I have recently from Ebay and Craigslist got the Jason lifesize prop and a gemmy witch with a cauldron. Their boxes are huge and I have them in my family room basement right now. Obviously they are NOT going with the decor or the my 2 girls think they are creepy. I need to put them up and my only two options are a garage or an attic. I live in Ky and it is either cold or hot . If I put them in either they will freeze in the cold or be super hot in the summer. Will this affect the animatronic parts? Anyone have problems with them when you opened them up for October?


----------



## Front Yard Fright (Dec 23, 2005)

I wouldn't think so. Just make sure they don't get wet. Also be sure to take out the batteries.


----------



## ELH Erin Loves Halloween (Feb 19, 2009)

whew. Thanks fyf do you have animatronics in your haunt? I know it is huge compared to mine and your pics rock


----------



## joker (Sep 25, 2007)

I don't know if either of those items have latex pieces or not, but I'd be cautious of putting any parts that are latex in a uncontrolled enviornment. 
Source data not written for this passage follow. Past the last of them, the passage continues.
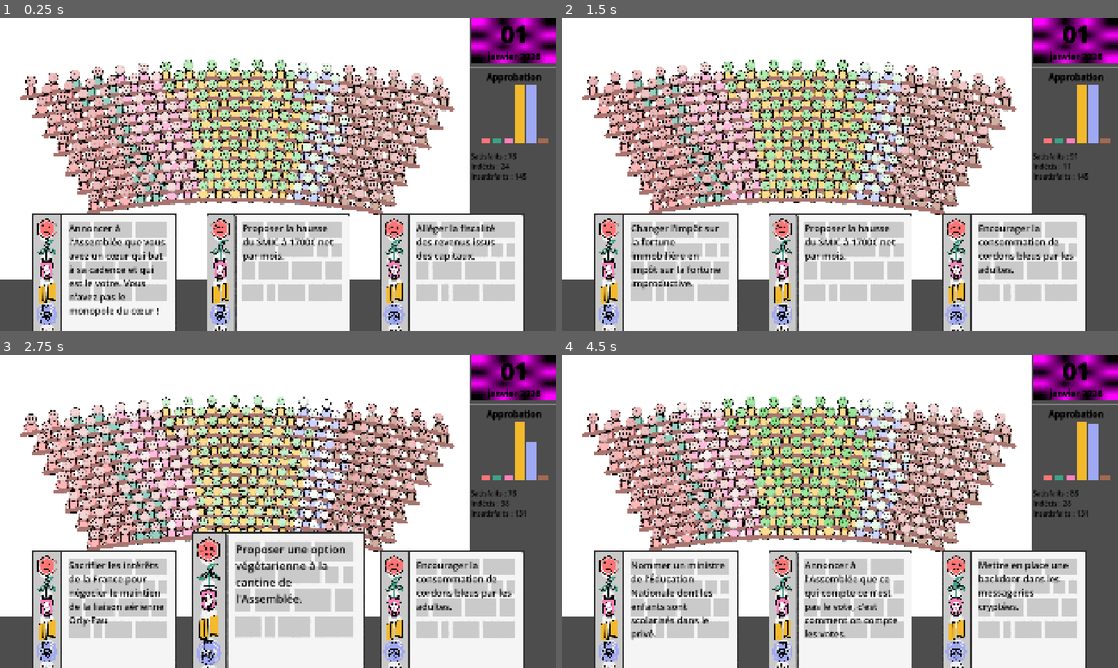
Above: before the commit, frames 1-4 (two rows, left to right).
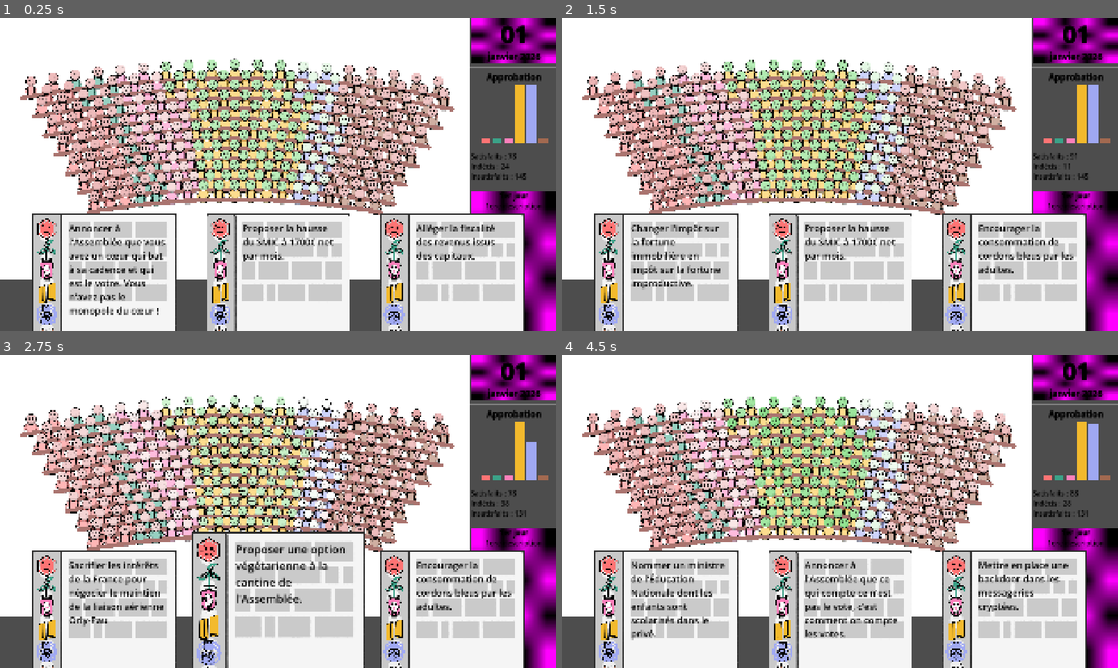
Above: after the commit, the same moments.

Repository: remimorvan/assemblee-nationale-simulator
Game: Godot game, scene res://scenes/game.tscn
Same seed, same stepped clock (60 frames per second), same inputs: the game is played once before the commit and once after it.
Inputs (mouse positions are in pixels of both pictures, inside the frame that each line leads up to):
- Up to frame 1 (0.25 s): no input
- Up to frame 2 (1.5 s): tap Enter at 0.5 s; move the mouse to (1073, 115) at 0.52 s; click (1073, 115) at 0.67 s; tap Space at 1.25 s; move the mouse to (667, 309) at 1.27 s; click (667, 309) at 1.42 s
- Up to frame 3 (2.75 s): move the mouse to (278, 646) at 2.02 s; click (278, 646) at 2.17 s
- Up to frame 4 (4.5 s): move the mouse to (1012, 646) at 2.77 s; click (1012, 646) at 2.92 s; click (1012, 646) at 3.67 s; move the mouse to (840, 646) at 4.27 s; click (840, 646) at 4.42 s

The runs differ from the first frame. In frame 1, 3.2% of the frame differs, in the area x 84-100%, y 55-100%; in frame 2, 3.2%; in frame 3, 3.2%; in frame 4, 3.2%.

Commit message:
adding journal

Diff:
--- a/scenes/game.tscn
+++ b/scenes/game.tscn
@@ -1,7 +1,8 @@
-[gd_scene load_steps=6 format=3 uid="uid://velnx8vw6r6u"]
+[gd_scene load_steps=7 format=3 uid="uid://velnx8vw6r6u"]
 
 [ext_resource type="PackedScene" uid="uid://bf3fndiyasfyq" path="res://scenes/player.tscn" id="1_uwrxv"]
 [ext_resource type="PackedScene" uid="uid://d1voxmvhe7xmt" path="res://scenes/hemicycle.tscn" id="2_yqjtg"]
+[ext_resource type="PackedScene" uid="uid://didoyh5qajy65" path="res://scenes/journal.tscn" id="3_iywne"]
 [ext_resource type="PackedScene" uid="uid://bqeoj11e5kq1" path="res://scenes/deck.tscn" id="3_lnu2h"]
 [ext_resource type="PackedScene" uid="uid://bchbmi7q2rb7" path="res://scenes/plot.tscn" id="4_lbhrr"]
 
@@ -21,7 +22,6 @@
 size_flags_vertical = 0
 
 [node name="VBoxContainer" type="VBoxContainer" parent="HBoxContainer"]
-z_index = 100
 custom_minimum_size = Vector2(300, 1080)
 layout_mode = 2
 
@@ -74,15 +74,14 @@
 border_color = Color(0.446978, 0.499717, 0.854538, 1)
 border_width = 3.5
 
+[node name="HSeparator3" type="HSeparator" parent="HBoxContainer/VBoxContainer"]
+custom_minimum_size = Vector2(0, 20)
+layout_mode = 2
+
+[node name="Journal" parent="HBoxContainer/VBoxContainer" instance=ExtResource("3_iywne")]
+layout_mode = 2
+
 [node name="Deck" parent="." instance=ExtResource("3_lnu2h")]
 
 [node name="Player" parent="." instance=ExtResource("1_uwrxv")]
 z_as_relative = false
-
-[node name="Background" type="ColorRect" parent="."]
-visible = false
-z_index = -1
-z_as_relative = false
-offset_right = 1920.0
-offset_bottom = 1080.0
-mouse_filter = 1
--- /dev/null
+++ b/scenes/journal.tscn
@@ -0,0 +1,40 @@
+[gd_scene load_steps=3 format=3 uid="uid://didoyh5qajy65"]
+
+[ext_resource type="Script" uid="uid://cluw0womslnip" path="res://scripts/journal.gd" id="1_shkwb"]
+
+[sub_resource type="PlaceholderTexture2D" id="PlaceholderTexture2D_5bwne"]
+
+[node name="Journal" type="Control"]
+layout_mode = 3
+anchors_preset = 15
+anchor_right = 1.0
+anchor_bottom = 1.0
+grow_horizontal = 2
+grow_vertical = 2
+size_flags_horizontal = 3
+size_flags_vertical = 3
+script = ExtResource("1_shkwb")
+
+[node name="RichTextLabel" type="RichTextLabel" parent="."]
+clip_contents = false
+layout_mode = 1
+anchors_preset = 15
+anchor_right = 1.0
+anchor_bottom = 1.0
+grow_horizontal = 2
+grow_vertical = 2
+bbcode_enabled = true
+text = "[center][color=black][font_size=25][b]1er jour
+[/b]Description"
+fit_content = true
+
+[node name="TextureRect" type="TextureRect" parent="."]
+z_index = -1
+layout_mode = 1
+anchors_preset = 15
+anchor_right = 1.0
+anchor_bottom = 1.0
+grow_horizontal = 2
+grow_vertical = 2
+texture = SubResource("PlaceholderTexture2D_5bwne")
+expand_mode = 5
--- a/scripts/hemicycle.gd
+++ b/scripts/hemicycle.gd
@@ -45,7 +45,7 @@
 
 	#var viewport_size: Vector2i = get_viewport().get_visible_rect().size
 	var viewport_size: Vector2i = self.get_size()
-	print(viewport_size)
+	#print(viewport_size)
 
 	var UV = Vector2(cos(angle), sin(angle)) * r + cycle_center
 	#return UV*100. + viewport_size/2.
--- /dev/null
+++ b/scripts/journal.gd
@@ -0,0 +1,10 @@
+extends Control
+
+@onready var Text: Control = $RichTextLabel
+
+func _ready() -> void:
+	update_journal("1er jour","1ere description","")
+
+func update_journal(title: String, desc: String, image_path: String):
+	Text.bbcode_text = "[center][color=black][font_size=25][b]%s
+[/b]%s" % [title,desc]
Not shown, added: scripts/journal.gd.uid

I lost several masks that way. Apparently they got hot/sticky then stuck to each other and when they got cold they became brittle.


----------



## DarkLore (Jan 25, 2009)

I'm not sure what the summer temperatures get to it KY. But here in Dallas, if I put one of those props in my attic, I wouldn't bet on the plastic surviving. 
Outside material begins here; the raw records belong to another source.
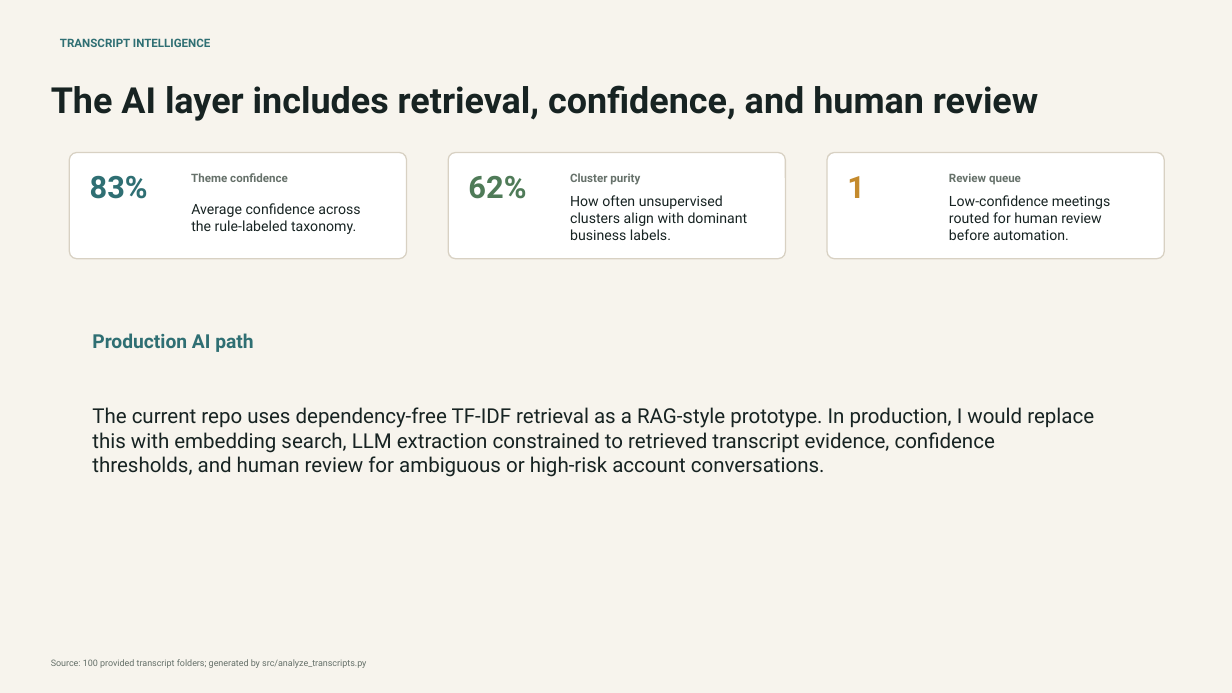
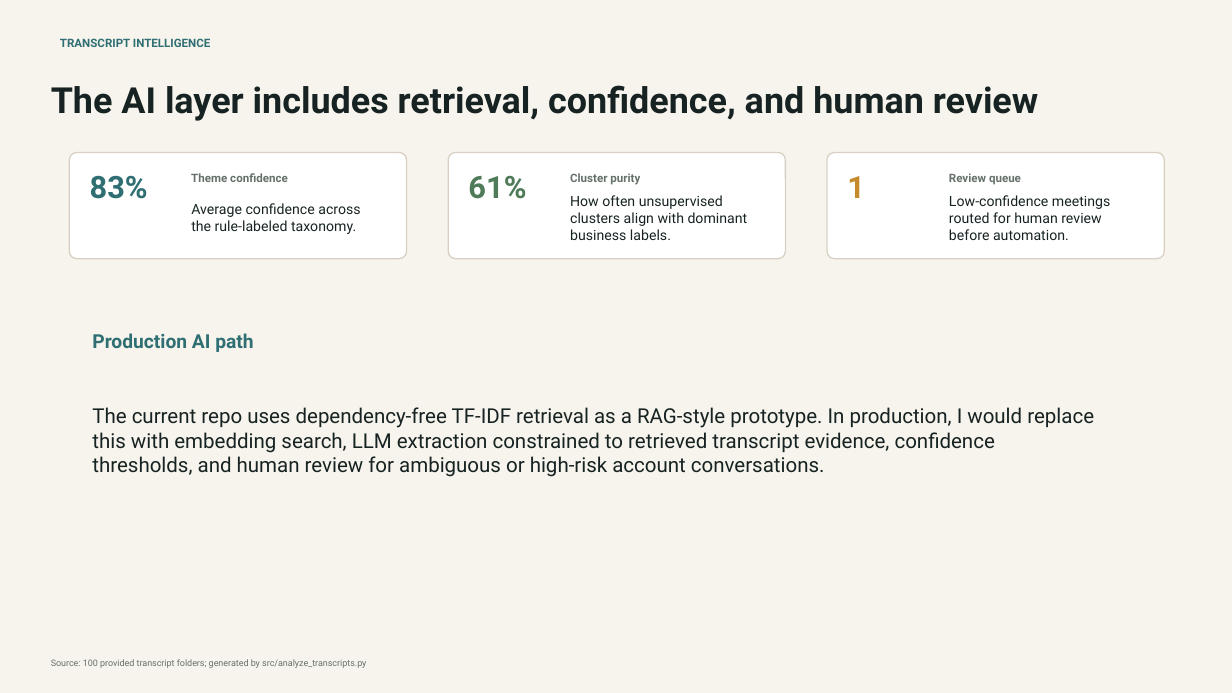
Before and after one commit to gsrikaveri123/transcript-intelligence, a slide deck: slide 9 of interview-assignment/deliverables/Transcript_Intelligence_Leadership_Deck.pptx. Drawn at 1232x693 pixels with LibreOffice and Linux fonts; fonts in the diff are those of the drawing. Boxes give left, top, right and bottom in pixels: in the first picture for what was removed or moved away, otherwise in the second. Text is boxed around its words. In the diff, an @@ line names an element or a change of style, - is before the commit and + after.

```diff
--- a/interview-assignment/deliverables/Transcript_Intelligence_Leadership_Deck.pptx
+++ b/interview-assignment/deliverables/Transcript_Intelligence_Leadership_Deck.pptx
@@ text at bbox=[468, 176, 526, 199]: text changed @@
-62%
+61%
```
Also in this commit, not shown: 2 other slides changed, 1 slide added, 22 other files.

I wouldn't think cold would matter at all.


----------



## ELH Erin Loves Halloween (Feb 19, 2009)

ok so what if I take the latex masks and store them on the inside? and the bodyparts in the garage? I know the latex could melt and it does get hot. But if I take the latex and put them in the house, will the motors parts etc do ok with the heat, cold? where do you all put your gemmy animatronics?


----------



## Front Yard Fright (Dec 23, 2005)

Keep latex items at room temperature and keep them out of direct sunlight. Plastic, over time, may weaken when exposed to extremely hot and cold weather. However if you are only leaving them there for a few months I don't think much, if any, damage would take place.


----------



## SuperCreep31 (Nov 22, 2009)

idk how hot or cold it gets but they should be ok in your attic


----------



## scarymovie (Feb 14, 2010)

Yea i will probably leave them in there box!


----------